Data excerpts:
------------------------------------------------
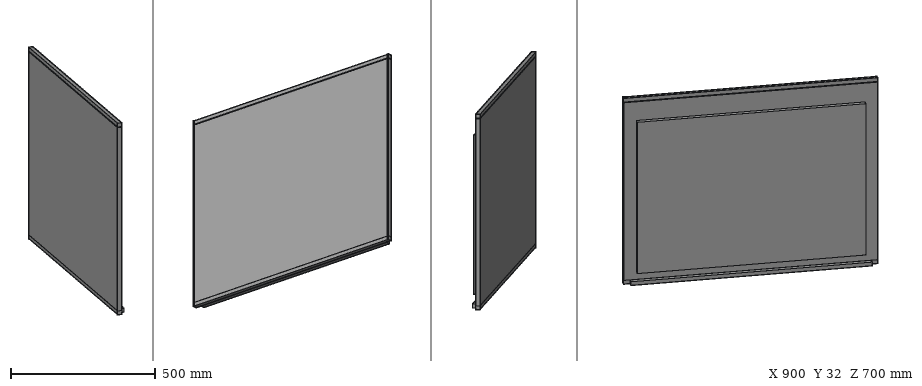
import cadquery as cq

WIDTH = 900.0
HEIGHT = 700.0
FRAME_DEPTH = 16.0
TOTAL_DEPTH = 32.0
REAR_DEPTH = TOTAL_DEPTH - FRAME_DEPTH

SHEET = 1.0
LIP_WIDTH = 5.0
MOUTH_WIDTH = WIDTH - 2 * LIP_WIDTH
INNER_WIDTH = WIDTH - 2 * SHEET
INNER_DEPTH = FRAME_DEPTH - 2 * SHEET

RAIL_EDGE = 14.0
RAIL_INSET = 1.0
RAIL_HEIGHT = RAIL_EDGE - RAIL_INSET

TOP_GAP = 3.0
FACE_PANEL_HEIGHT = HEIGHT - 2 * RAIL_EDGE - TOP_GAP

REAR_PANEL_WIDTH = 810.0
REAR_PANEL_BOTTOM = 43.0
REAR_PANEL_HEIGHT = 570.0
REAR_BAR_WIDTH = 855.0
REAR_BAR_HEIGHT = 14.0


def block(width, depth, height, front, bottom):
    """Box centred in X, extending back from 'front' and up from 'bottom'."""
    return cq.Workplane("XY").box(width, depth, height, centered=(True, False, False)).translate(
        (0, front, bottom)
    )


def make_frame():
    outside = block(WIDTH, FRAME_DEPTH, HEIGHT, 0, 0)
    cavity = block(INNER_WIDTH, INNER_DEPTH, HEIGHT, SHEET, 0)
    mouth = block(MOUTH_WIDTH, SHEET, HEIGHT, 0, 0)
    frame = outside.cut(cavity).cut(mouth)
    for rail_bottom in (RAIL_INSET, HEIGHT - RAIL_EDGE):
        frame = frame.union(block(INNER_WIDTH, INNER_DEPTH, RAIL_HEIGHT, SHEET, rail_bottom))
    return frame


def make_face_panel():
    return block(INNER_WIDTH, INNER_DEPTH, FACE_PANEL_HEIGHT, SHEET, RAIL_EDGE)


def make_rear_panel():
    return block(REAR_PANEL_WIDTH, REAR_DEPTH, REAR_PANEL_HEIGHT, FRAME_DEPTH, REAR_PANEL_BOTTOM)


def make_rear_bar():
    return block(REAR_BAR_WIDTH, REAR_DEPTH, REAR_BAR_HEIGHT, FRAME_DEPTH, 0)


frame = make_frame()
face_panel = make_face_panel()
rear_panel = make_rear_panel()
rear_bar = make_rear_bar()

result = cq.Compound.makeCompound([frame.val(), face_panel.val(), rear_panel.val(), rear_bar.val()])
------------------------------------------------
__ASSIGNMENT__.
Would you transcribe each of the entries exactly, skipping the pictures?

__ANSWER BOX__.
import cadquery as cq

WIDTH = 900.0
HEIGHT = 700.0
FRAME_DEPTH = 16.0
TOTAL_DEPTH = 32.0
REAR_DEPTH = TOTAL_DEPTH - FRAME_DEPTH

SHEET = 1.0
LIP_WIDTH = 5.0
MOUTH_WIDTH = WIDTH - 2 * LIP_WIDTH
INNER_WIDTH = WIDTH - 2 * SHEET
INNER_DEPTH = FRAME_DEPTH - 2 * SHEET

RAIL_EDGE = 14.0
RAIL_INSET = 1.0
RAIL_HEIGHT = RAIL_EDGE - RAIL_INSET

TOP_GAP = 3.0
FACE_PANEL_HEIGHT = HEIGHT - 2 * RAIL_EDGE - TOP_GAP

REAR_PANEL_WIDTH = 810.0
REAR_PANEL_BOTTOM = 43.0
REAR_PANEL_HEIGHT = 570.0
REAR_BAR_WIDTH = 855.0
REAR_BAR_HEIGHT = 14.0


def block(width, depth, height, front, bottom):
    """Box centred in X, extending back from 'front' and up from 'bottom'."""
    return cq.Workplane("XY").box(width, depth, height, centered=(True, False, False)).translate(
        (0, front, bottom)
    )


def make_frame():
    outside = block(WIDTH, FRAME_DEPTH, HEIGHT, 0, 0)
    cavity = block(INNER_WIDTH, INNER_DEPTH, HEIGHT, SHEET, 0)
    mouth = block(MOUTH_WIDTH, SHEET, HEIGHT, 0, 0)
    frame = outside.cut(cavity).cut(mouth)
    for rail_bottom in (RAIL_INSET, HEIGHT - RAIL_EDGE):
        frame = frame.union(block(INNER_WIDTH, INNER_DEPTH, RAIL_HEIGHT, SHEET, rail_bottom))
    return frame


def make_face_panel():
    return block(INNER_WIDTH, INNER_DEPTH, FACE_PANEL_HEIGHT, SHEET, RAIL_EDGE)


def make_rear_panel():
    return block(REAR_PANEL_WIDTH, REAR_DEPTH, REAR_PANEL_HEIGHT, FRAME_DEPTH, REAR_PANEL_BOTTOM)


def make_rear_bar():
    return block(REAR_BAR_WIDTH, REAR_DEPTH, REAR_BAR_HEIGHT, FRAME_DEPTH, 0)


frame = make_frame()
face_panel = make_face_panel()
rear_panel = make_rear_panel()
rear_bar = make_rear_bar()

result = cq.Compound.makeCompound([frame.val(), face_panel.val(), rear_panel.val(), rear_bar.val()])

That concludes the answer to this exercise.